*** Begin section ***

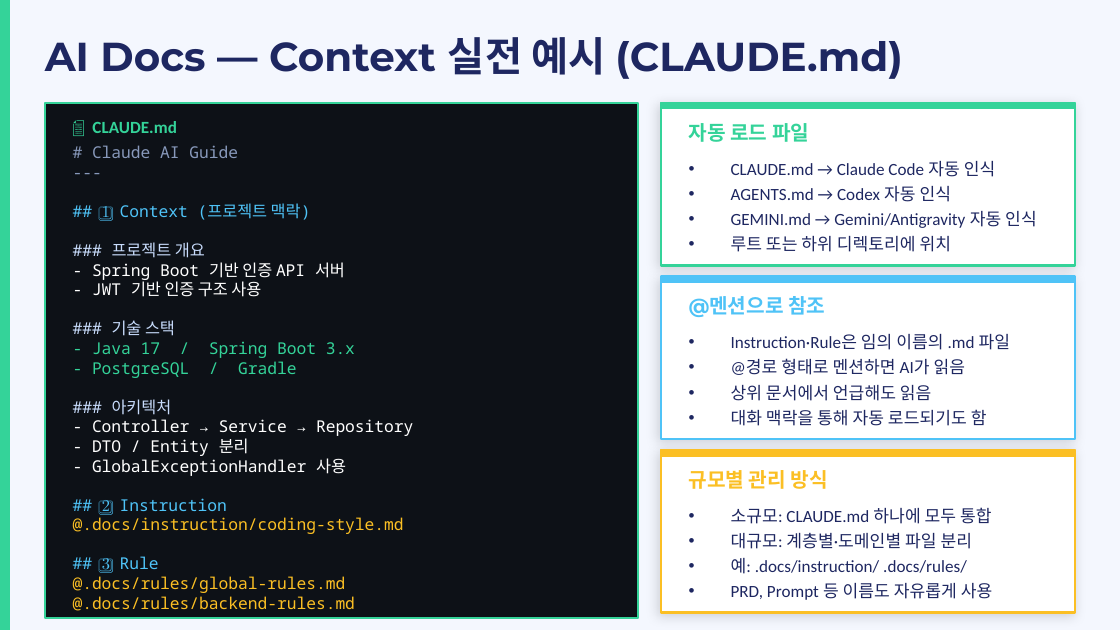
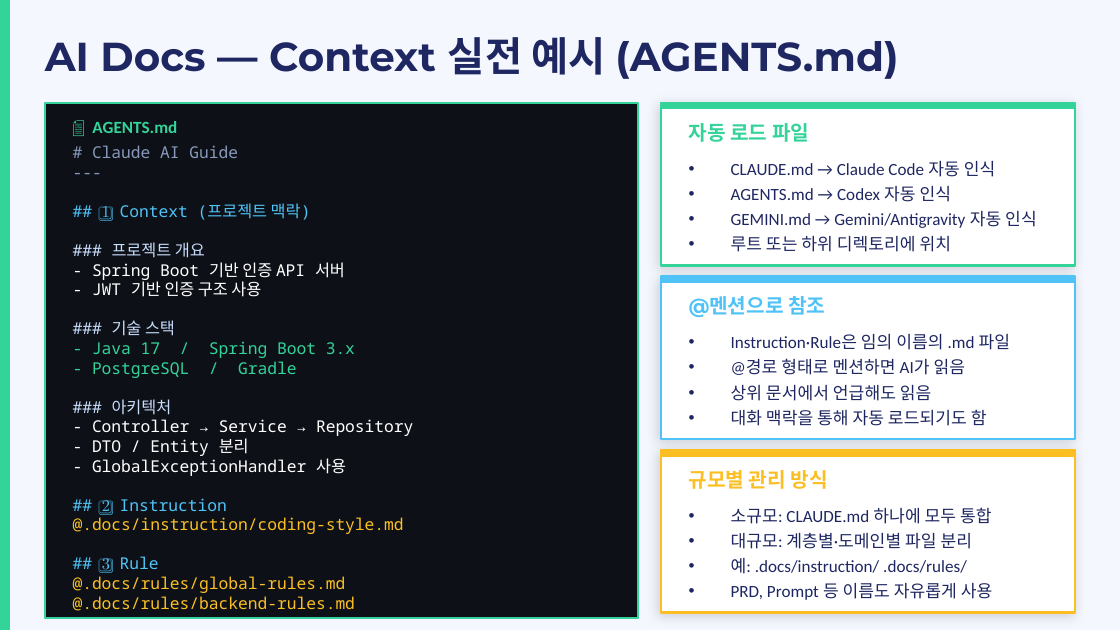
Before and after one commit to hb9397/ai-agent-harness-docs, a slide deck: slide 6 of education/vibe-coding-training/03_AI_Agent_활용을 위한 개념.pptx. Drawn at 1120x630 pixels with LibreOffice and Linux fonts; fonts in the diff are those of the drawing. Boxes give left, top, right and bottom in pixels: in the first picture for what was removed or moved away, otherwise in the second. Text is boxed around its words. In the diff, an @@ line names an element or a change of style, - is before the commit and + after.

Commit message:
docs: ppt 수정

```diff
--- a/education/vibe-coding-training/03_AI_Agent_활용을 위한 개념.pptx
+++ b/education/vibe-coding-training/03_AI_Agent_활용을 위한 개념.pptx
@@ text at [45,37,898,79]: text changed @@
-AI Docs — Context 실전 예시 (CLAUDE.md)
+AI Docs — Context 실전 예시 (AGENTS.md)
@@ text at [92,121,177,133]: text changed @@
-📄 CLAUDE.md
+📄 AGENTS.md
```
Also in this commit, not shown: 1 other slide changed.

*** End section ***

Identify how many lines in the entries above include the string "education", then state that number alone.

3